On Thu, Aug 1, 2019 at 10:32 AM Dusty dustymc@gmail.com wrote:

Any objections to sending these data for all Rodentia?

---------- Forwarded message ---------
From: Alyssa Vanerelli avanerel@unca.edu
Date: Thu, Aug 1, 2019 at 8:53 AM
Subject: Large data file transfer
To: dustymc@gmail.com
Cc: Brock Wooldridge twooldridge@g.harvard.edu

Dear Dusty,

I am an undergraduate student working on a research project in Dr. Hopi Hoekstra’s lab at Harvard University. The project I am working on involves investigating arboreal adaptations in rodents by using museum records to examine how key morphological traits associate with habitat type. Your database has been extremely helpful in providing records for our analyses, but so far we’ve restricted ourselves to just a few key clades within rodents. Ideally, we would like to take an unbiased look at all rodents, but we recognize that a dataset of this size is not possible to download via the normal browser interface at the moment. Depending on the file size, could we arrange a data transfer? If so, the columns we would need are GUID, SCIENTIFIC_NAME, CITATIONS, COORDINATEUNCERTAINTYMEASURES, COUNTRY, STATE_PROV, HABITAT, SPEC_LOCALITY, VERBATIM_DATE, PARTS, DEC_LAT, DEC_LONG, COLLECTING_EVENT_ID, SEX, AGE, AGE_CLASS, EAR_FROM_NOTCH, HIND_FOOT_WITH_CLAW, TAIL_LENGTH, TOTAL_LENGTH, WEIGHT, and IDENTIFICATION_REMARKS. Thank you for your time and consideration and I look forward to hearing from you.

Best,
Alyssa Vanerelli

Blocked Function-SearchOrDownload NeedsDocumentation Priority-High

Source

Jegelewicz

👍1

Most helpful comment

downloaded

Should we require more information/confirmation/something from users who download? There's (probably) SOME value in "completelyMeaninglessUsername downloaded some data for these 500 specimens," but there's a lot more if we can somehow link that to future publications, loan requests, etc. ORCID is the obvious solution, but that may be a fairly high bar for exploratory downloads, high school teachers, etc., and it would scare off some potential users. I don't have any great ideas, and I do like easy accessibility at this stage, but perhaps something to consider.

dustymc on 2 Aug 2019

👍2

All 16 comments

Collections involved:

On Thu, Aug 1, 2019 at 11:10 AM Dusty dustymc@gmail.com wrote:

I think https://datadryad.org/ can provide DOI, but from here that looks like something that would need to happen between the researcher and the collection. I'm happy to facilitate, but I don't think this can realistically be Arctos' job.

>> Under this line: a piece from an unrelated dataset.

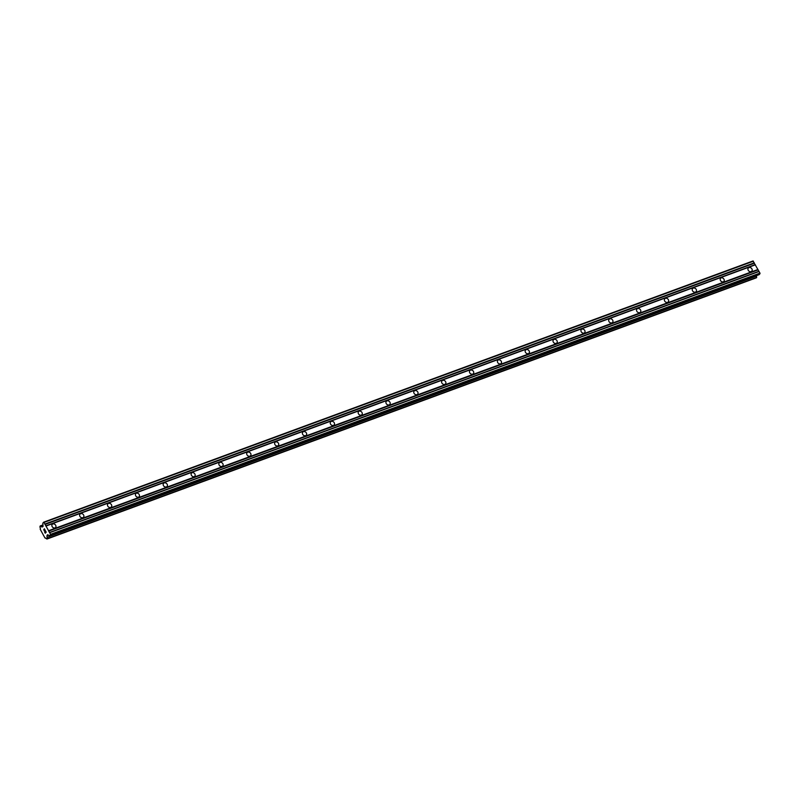 <?xml version="1.0" encoding="UTF-8"?>
<svg xmlns="http://www.w3.org/2000/svg" width="800" height="800" viewBox="0 0 800 800"><rect width="100%" height="100%" fill="white"/><g stroke="black" fill="none" stroke-linecap="round" stroke-linejoin="round"><path stroke-width="1.2" d="M751.15 271.58A2.33 1.9 -138.3 0 1 748.97 267.6A2.33 1.9 -138.3 0 1 751.15 271.58M723.3 281.83A2.33 1.9 -138.3 0 1 721.13 277.86A2.33 1.9 -138.3 0 1 723.3 281.83M695.46 292.09A2.33 1.9 -138.3 0 1 693.28 288.11A2.33 1.9 -138.3 0 1 695.46 292.09M667.61 302.34A2.33 1.9 -138.3 0 1 665.44 298.36A2.33 1.9 -138.3 0 1 667.61 302.34M639.77 312.6A2.33 1.9 -138.3 0 1 637.59 308.62A2.33 1.9 -138.3 0 1 639.77 312.6M611.92 322.85A2.33 1.9 -138.3 0 1 609.74 318.87A2.33 1.9 -138.3 0 1 611.92 322.85M584.08 333.1A2.33 1.9 -138.3 0 1 581.9 329.13A2.33 1.9 -138.3 0 1 584.08 333.1M556.23 343.36A2.33 1.9 -138.3 0 1 554.05 339.38A2.33 1.9 -138.3 0 1 556.23 343.36M528.38 353.61A2.33 1.9 -138.3 0 1 526.21 349.63A2.33 1.9 -138.3 0 1 528.38 353.61M500.54 363.86A2.33 1.9 -138.3 0 1 498.36 359.89A2.33 1.9 -138.3 0 1 500.54 363.86M472.69 374.12A2.33 1.9 -138.3 0 1 470.52 370.14A2.33 1.9 -138.3 0 1 472.69 374.12M444.85 384.37A2.33 1.9 -138.3 0 1 442.67 380.39A2.33 1.9 -138.3 0 1 444.85 384.37M417 394.63A2.33 1.9 -138.3 0 1 414.82 390.65A2.33 1.9 -138.3 0 1 417 394.63M389.16 404.88A2.33 1.9 -138.3 0 1 386.98 400.9A2.33 1.9 -138.3 0 1 389.16 404.88M361.31 415.13A2.33 1.9 -138.3 0 1 359.13 411.16A2.33 1.9 -138.3 0 1 361.31 415.13M333.46 425.39A2.33 1.9 -138.3 0 1 331.29 421.41A2.33 1.9 -138.3 0 1 333.46 425.39M305.62 435.64A2.33 1.9 -138.3 0 1 303.44 431.66A2.33 1.9 -138.3 0 1 305.62 435.64M277.77 445.89A2.33 1.9 -138.3 0 1 275.59 441.92A2.33 1.9 -138.3 0 1 277.77 445.89M249.93 456.15A2.33 1.9 -138.3 0 1 247.75 452.17A2.33 1.9 -138.3 0 1 249.93 456.15M222.08 466.4A2.33 1.9 -138.3 0 1 219.9 462.42A2.33 1.9 -138.3 0 1 222.08 466.4M194.23 476.65A2.33 1.9 -138.3 0 1 192.06 472.68A2.33 1.9 -138.3 0 1 194.23 476.65M166.39 486.91A2.33 1.9 -138.3 0 1 164.21 482.93A2.33 1.9 -138.3 0 1 166.39 486.91M138.54 497.16A2.33 1.9 -138.3 0 1 136.37 493.19A2.33 1.9 -138.3 0 1 138.54 497.16M110.7 507.42A2.33 1.9 -138.3 0 1 108.52 503.44A2.33 1.9 -138.3 0 1 110.7 507.42M82.85 517.67A2.33 1.9 -138.3 0 1 80.67 513.69A2.33 1.9 -138.3 0 1 82.85 517.67M55.01 527.92A2.33 1.9 -138.3 0 1 52.83 523.95A2.33 1.9 -138.3 0 1 55.01 527.92M45.24 533L45.63 532.58L45.25 533L44.65 531.92M45.62 532.58L45.3 531.98L45.63 532.58M45.36 531.91L45.69 532.51L46.07 532.08L45.69 532.5M46.07 532.08L45.47 530.99L46.07 532.08M44.59 531.99L45.26 533.21L44.59 531.99M45.54 530.92L46.21 532.15L45.26 533.22M43.73 529.6L44.92 529.97L44.28 528.82L44.92 529.97M43.8 529.75L44.23 530.79M44.28 529.84L45.14 530.2L44.28 529.84M44.34 528.75L45.14 530.2M47.11 535.67A1.3 0.69 69.8 0 0 47.21 537.31L47 539.03L46.09 538.58A1.3 0.69 69.8 0 0 45.16 537.94A1.3 0.69 69.8 0 0 45.01 538.04L40.2 529.25A1.3 0.69 69.8 0 0 40.09 527.61L40 526.24L41.21 526.35A1.3 0.69 69.8 0 0 42.15 526.99A1.3 0.69 69.8 0 0 42.3 526.89L43.06 526.48L42.83 523.06L44.02 522.41L50.55 534.34L49.83 535.84L47.57 534.72L47.11 535.67L48.48 535.17M49.83 535.84L759.23 274.62L759.96 273.12L753 260.97L43.6 522.2M47 539.03L756.4 277.8L756.62 276.09A1.3 0.69 69.8 0 1 756.44 275.65M46 526.03L755.41 264.81M48.57 530.72L757.98 269.49M45.72 525.89L755.13 264.67M44.94 524.47L754.35 263.25M44.91 524.04L754.32 262.82M44.02 522.41L753.43 261.19M42.3 526.89L42.88 526.67M41.21 526.35L43 525.69M40.31 525.9L42.95 524.92M47.3 538.68L756.71 277.46M47.21 537.31L756.62 276.09M47.06 535.29L48.01 534.94M50.59 534.98L760 273.76M50.55 534.34L759.96 273.12M49.66 532.71L759.06 271.48M49.38 532.57L758.78 271.34M48.6 531.15L758 269.92"/></g></svg>

I could set up an Archive, but locking that so it can have a DOI is a curatorial commitment which I am again not in a position to make. And this is 627158 records - there would likely be performance problems.

Ideally citations would be individual and machine-readable - DOIs or http://arctos.database.museum/guid/UAM:Arc:UA71-026-1381f or similar - but none of that's very realistic for most of a million records.

I could include contact information - maybe collection's data quality contact's email? - and instruct them to consult with the collection before publication.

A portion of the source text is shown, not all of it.